• **WHAT NEEDS TO BE DONE**: Without any pictures, print exactly the lines that run from the start of the data through the line containing "notch_radius = 4.0".
LISTED RECORDS below:
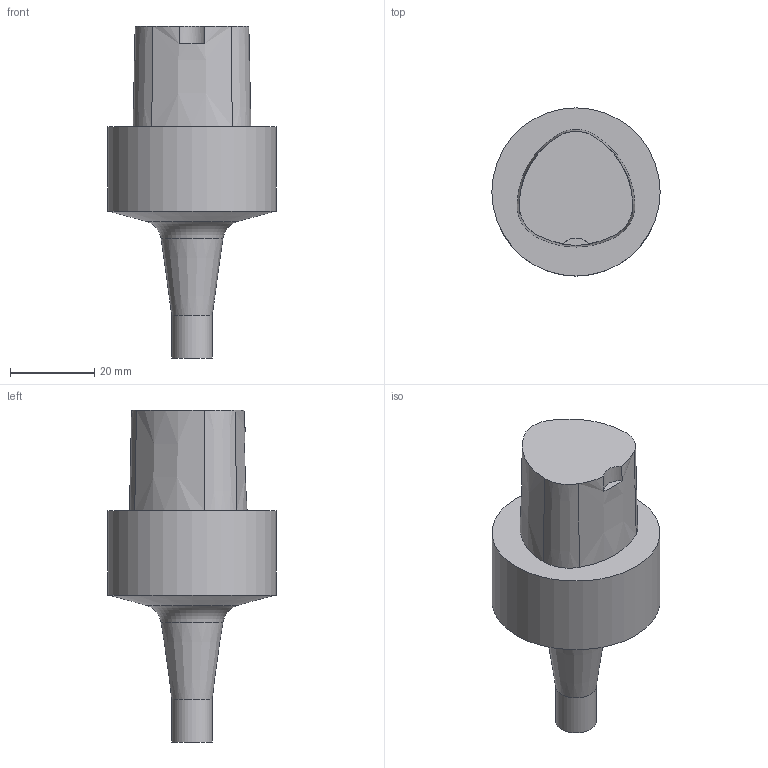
import cadquery as cq
import math

total_height = 78.95
head_height = 24.0
collar_height = 20.0
tip_length = 10.2
collar_top_z = total_height - head_height
cone_top_z = collar_top_z - collar_height

tip_radius = 9.6 / 2
collar_radius = 40.0 / 2
stem_half_angle = math.radians(8.0)
underside_angle = math.radians(15.0)
neck_fillet_radius = 5.0

side_reach = 13.1
lobe_reach = 14.87
side_arc_radius = 20.0
head_draft = 1.2
lobe_count = 3

notch_radius = 4.0
notch_depth = 4.2
notch_axis_offset = 15.0


def turned_body():
    """Tip, tapered stem, filleted neck, conical underside and collar as one revolved shape."""
    stem_slope = math.tan(stem_half_angle)
    underside_slope = math.tan(underside_angle)
    corner_r = (
        tip_radius + stem_slope * (cone_top_z - tip_length - collar_radius * underside_slope)
    ) / (1 - stem_slope * underside_slope)
    corner_z = cone_top_z - (collar_radius - corner_r) * underside_slope

    turn = math.pi / 2 - underside_angle - stem_half_angle
    tangent_length = neck_fillet_radius * math.tan(turn / 2)
    stem_tangent = (
        corner_r - tangent_length * math.sin(stem_half_angle),
        corner_z - tangent_length * math.cos(stem_half_angle),
    )
    underside_tangent = (
        corner_r + tangent_length * math.cos(underside_angle),
        corner_z + tangent_length * math.sin(underside_angle),
    )
    center_r = stem_tangent[0] + neck_fillet_radius * math.cos(stem_half_angle)
    center_z = stem_tangent[1] - neck_fillet_radius * math.sin(stem_half_angle)
    middle_angle = math.pi - stem_half_angle - turn / 2
    fillet_middle = (
        center_r + neck_fillet_radius * math.cos(middle_angle),
        center_z + neck_fillet_radius * math.sin(middle_angle),
    )

    return (
        cq.Workplane("XZ")
        .moveTo(0, 0)
        .lineTo(tip_radius, 0)
        .lineTo(tip_radius, tip_length)
        .lineTo(*stem_tangent)
        .threePointArc(fillet_middle, underside_tangent)
        .lineTo(collar_radius, cone_top_z)
        .lineTo(collar_radius, collar_top_z)
        .lineTo(0, collar_top_z)
        .close()
        .revolve(360, (0, 0, 0), (0, 1, 0))
    )


def polar(radius, angle):
    """Point at a radius and angle around the axis."""
    return (radius * math.cos(angle), radius * math.sin(angle))


def head():
    """Drafted prism whose outline alternates shallow side arcs and tighter tangent lobe arcs."""
    side_center = side_arc_radius - side_reach
    gap = side_arc_radius - lobe_reach
    half_lobe_step = math.pi / lobe_count
    lobe_center = (side_center**2 - gap**2) / (2 * (gap - side_center * math.cos(half_lobe_step)))

    half_side_angle = math.atan2(
        lobe_center * math.sin(half_lobe_step),
        side_center + lobe_center * math.cos(half_lobe_step),
    )
    across = side_arc_radius * math.sin(half_side_angle)
    outward = side_arc_radius * math.cos(half_side_angle) - side_center
    joint_radius = math.hypot(across, outward)
    joint_angle = math.atan2(across, outward)

    first_side = -math.pi / 2
    outline = cq.Workplane("XY", origin=(0, 0, collar_top_z))
    outline = outline.moveTo(*polar(joint_radius, first_side - joint_angle))
    for index in range(lobe_count):
        side = first_side + index * 2 * half_lobe_step
        lobe = side + half_lobe_step
        next_side = lobe + half_lobe_step
        outline = outline.threePointArc(polar(side_reach, side), polar(joint_radius, side + joint_angle))
        outline = outline.threePointArc(
            polar(lobe_reach, lobe), polar(joint_radius, next_side - joint_angle)
        )
    return outline.close().extrude(head_height, taper=head_draft)


def notch():
    """Upright cylinder that scoops the top rim of the head."""
    return (
        cq.Workplane("XY", origin=(0, -notch_axis_offset, total_height - notch_depth))
        .circle(notch_radius)
        .extrude(notch_depth)
    )


result = turned_body().union(head()).cut(notch())
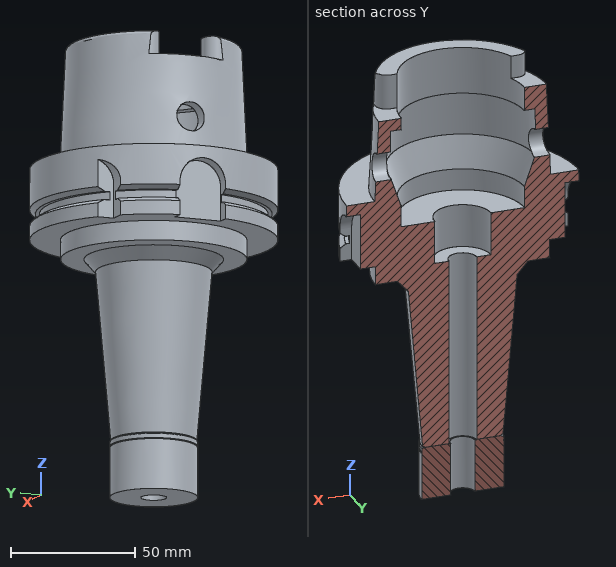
import cadquery as cq
import math

TOP_Z = 185.0
FLANGE_TOP_Z = 135.0
FLANGE_BOTTOM_Z = 106.0
COLLAR_BOTTOM_Z = 98.0
SHANK_TOP_Z = 92.9
SHANK_END_Z = 23.3
NUT_TOP_Z = 22.8

TAPER_TOP_RADIUS = 35.5
TAPER_BASE_RADIUS = 38.0
FLANGE_DIAMETER = 100.0
FLANGE_RADIUS = FLANGE_DIAMETER / 2
COLLAR_RADIUS = 37.5
SHANK_FLARE_RADIUS = 28.1
SHANK_TOP_RADIUS = 23.5
SHANK_END_RADIUS = 17.4
SPIGOT_RADIUS = 16.6
RIM_FILLET = 1.8

GROOVE_RADIUS = 46.0
GROOVE_UPPER_EDGE_Z = 118.4
GROOVE_UPPER_FLOOR_Z = 116.7
GROOVE_LOWER_FLOOR_Z = 113.4
GROOVE_LOWER_EDGE_Z = 111.7
GROOVE_EDGE_RADIUS = 47.7

BORE_RADIUS = 26.5
BORE_LIP_Z = 164.8
UNDERCUT_RADIUS = 31.0
UNDERCUT_BOTTOM_Z = 144.7
UNDERCUT_TAPER_END_Z = 131.4
BORE_FLOOR_Z = 122.1
COOLANT_BORE_RADIUS = 12.0
COOLANT_BORE_DEPTH = 18.5
THROUGH_HOLE_RADIUS = 6.0

SIDE_HOLE_DIAMETER = 12.0
SIDE_HOLE_Z = 149.7

NOTCH_WIDTH = 20.0
NOTCH_CORNER_RADIUS = 4.8
LUG_LENGTH = 64.2
LUG_END_X = LUG_LENGTH / 2
LEFT_NOTCH_DEPTH = 9.8
RIGHT_NOTCH_DEPTH = 15.0

SLOT_WIDTH = 20.0
SLOT_CREST_Z = 130.0
KEY_SLOT_FLOOR = 44.0
INDEX_SLOT_FLOOR = 31.8
INDEX_SLOT_Y = 41.6

NUT_RADIUS = 17.8
NUT_HOLE_RADIUS = 5.2
NUT_GROOVE_Z = 20.5
NUT_GROOVE_WIDTH = 0.4
NUT_GROOVE_DEPTH = 0.2

CLEARANCE = 18.5


def revolve_profile(points):
    """Turn a closed (radius, z) outline about the Z axis."""
    return cq.Workplane("XZ").polyline(points).close().revolve(360, (0, 0), (0, 1))


def make_holder_blank():
    """Taper, grooved flange, collar and conical shank as one turned piece."""
    blank = revolve_profile([
        (0, NUT_TOP_Z),
        (SPIGOT_RADIUS, NUT_TOP_Z),
        (SPIGOT_RADIUS, SHANK_END_Z),
        (SHANK_END_RADIUS, SHANK_END_Z),
        (SHANK_TOP_RADIUS, SHANK_TOP_Z),
        (SHANK_FLARE_RADIUS, COLLAR_BOTTOM_Z),
        (COLLAR_RADIUS, COLLAR_BOTTOM_Z),
        (COLLAR_RADIUS, FLANGE_BOTTOM_Z),
        (FLANGE_RADIUS, FLANGE_BOTTOM_Z),
        (FLANGE_RADIUS, GROOVE_LOWER_EDGE_Z),
        (GROOVE_EDGE_RADIUS, GROOVE_LOWER_FLOOR_Z),
        (GROOVE_RADIUS, GROOVE_LOWER_FLOOR_Z),
        (GROOVE_RADIUS, GROOVE_UPPER_FLOOR_Z),
        (GROOVE_EDGE_RADIUS, GROOVE_UPPER_FLOOR_Z),
        (FLANGE_RADIUS, GROOVE_UPPER_EDGE_Z),
        (FLANGE_RADIUS, FLANGE_TOP_Z),
        (TAPER_BASE_RADIUS, FLANGE_TOP_Z),
        (TAPER_TOP_RADIUS, TOP_Z),
        (0, TOP_Z),
    ])
    return blank.faces(">Z").edges().fillet(RIM_FILLET)


def make_bore():
    """Stepped bore with an undercut below its lip that tapers back in to the bore radius."""
    coolant_floor_z = BORE_FLOOR_Z - COOLANT_BORE_DEPTH
    return revolve_profile([
        (0, NUT_TOP_Z),
        (THROUGH_HOLE_RADIUS, NUT_TOP_Z),
        (THROUGH_HOLE_RADIUS, coolant_floor_z),
        (COOLANT_BORE_RADIUS, coolant_floor_z),
        (COOLANT_BORE_RADIUS, BORE_FLOOR_Z),
        (BORE_RADIUS, BORE_FLOOR_Z),
        (BORE_RADIUS, UNDERCUT_TAPER_END_Z),
        (UNDERCUT_RADIUS, UNDERCUT_BOTTOM_Z),
        (UNDERCUT_RADIUS, BORE_LIP_Z),
        (BORE_RADIUS, BORE_LIP_Z),
        (BORE_RADIUS, TOP_Z),
        (0, TOP_Z),
    ])


def make_side_hole():
    """Cross hole along X through both walls of the taper."""
    return (
        cq.Workplane("YZ")
        .center(0, SIDE_HOLE_Z)
        .circle(SIDE_HOLE_DIAMETER / 2)
        .extrude(FLANGE_RADIUS, both=True)
    )


def make_drive_notch(side, depth):
    """Notch in the rim at side = -1 (-X) or +1 (+X), with rounded lug ends."""
    half_width = NOTCH_WIDTH / 2
    round_x = LUG_END_X - NOTCH_CORNER_RADIUS
    round_y = half_width + NOTCH_CORNER_RADIUS
    outer_x = LUG_END_X + CLEARANCE
    outer_y = TAPER_BASE_RADIUS
    arc_inset = NOTCH_CORNER_RADIUS * (1 - math.sqrt(0.5))
    arc_x = LUG_END_X - arc_inset
    arc_y = half_width + arc_inset
    return (
        cq.Workplane("XY", origin=(0, 0, TOP_Z - depth))
        .moveTo(0, -half_width)
        .lineTo(side * round_x, -half_width)
        .threePointArc((side * arc_x, -arc_y), (side * LUG_END_X, -round_y))
        .lineTo(side * LUG_END_X, -outer_y)
        .lineTo(side * outer_x, -outer_y)
        .lineTo(side * outer_x, outer_y)
        .lineTo(side * LUG_END_X, outer_y)
        .lineTo(side * LUG_END_X, round_y)
        .threePointArc((side * arc_x, arc_y), (side * round_x, half_width))
        .lineTo(0, half_width)
        .close()
        .extrude(depth)
    )


def make_flange_slot(side, floor_distance, center_y):
    """Arched slot, open at the flange bottom, with a flat floor facing side * X."""
    half_width = SLOT_WIDTH / 2
    spring_z = SLOT_CREST_Z - half_width
    return (
        cq.Workplane("YZ", origin=(side * floor_distance, 0, 0))
        .moveTo(center_y - half_width, FLANGE_BOTTOM_Z)
        .lineTo(center_y - half_width, spring_z)
        .threePointArc((center_y, SLOT_CREST_Z), (center_y + half_width, spring_z))
        .lineTo(center_y + half_width, FLANGE_BOTTOM_Z)
        .close()
        .extrude(side * CLEARANCE)
    )


def make_holder():
    """Tool holder with its bore, notches and flange slots."""
    holder = make_holder_blank().cut(make_bore()).cut(make_side_hole())
    for side, depth in ((-1, LEFT_NOTCH_DEPTH), (1, RIGHT_NOTCH_DEPTH)):
        holder = holder.cut(make_drive_notch(side, depth))
        holder = holder.cut(make_flange_slot(side, KEY_SLOT_FLOOR, 0))
    return holder.cut(make_flange_slot(-1, INDEX_SLOT_FLOOR, INDEX_SLOT_Y))


def make_nut():
    """Clamping nut seated against the end of the shank spigot, with a fine groove near its top."""
    groove_radius = NUT_RADIUS - NUT_GROOVE_DEPTH
    return revolve_profile([
        (NUT_HOLE_RADIUS, 0),
        (NUT_RADIUS, 0),
        (NUT_RADIUS, NUT_GROOVE_Z),
        (groove_radius, NUT_GROOVE_Z),
        (groove_radius, NUT_GROOVE_Z + NUT_GROOVE_WIDTH),
        (NUT_RADIUS, NUT_GROOVE_Z + NUT_GROOVE_WIDTH),
        (NUT_RADIUS, NUT_TOP_Z),
        (NUT_HOLE_RADIUS, NUT_TOP_Z),
    ])


holder = make_holder()
nut = make_nut()

result = cq.Compound.makeCompound([holder.val(), nut.val()])
End of LISTED RECORDS.
• **EXERCISE RESULT**:
import cadquery as cq
import math

total_height = 78.95
head_height = 24.0
collar_height = 20.0
tip_length = 10.2
collar_top_z = total_height - head_height
cone_top_z = collar_top_z - collar_height

tip_radius = 9.6 / 2
collar_radius = 40.0 / 2
stem_half_angle = math.radians(8.0)
underside_angle = math.radians(15.0)
neck_fillet_radius = 5.0

side_reach = 13.1
lobe_reach = 14.87
side_arc_radius = 20.0
head_draft = 1.2
lobe_count = 3

notch_radius = 4.0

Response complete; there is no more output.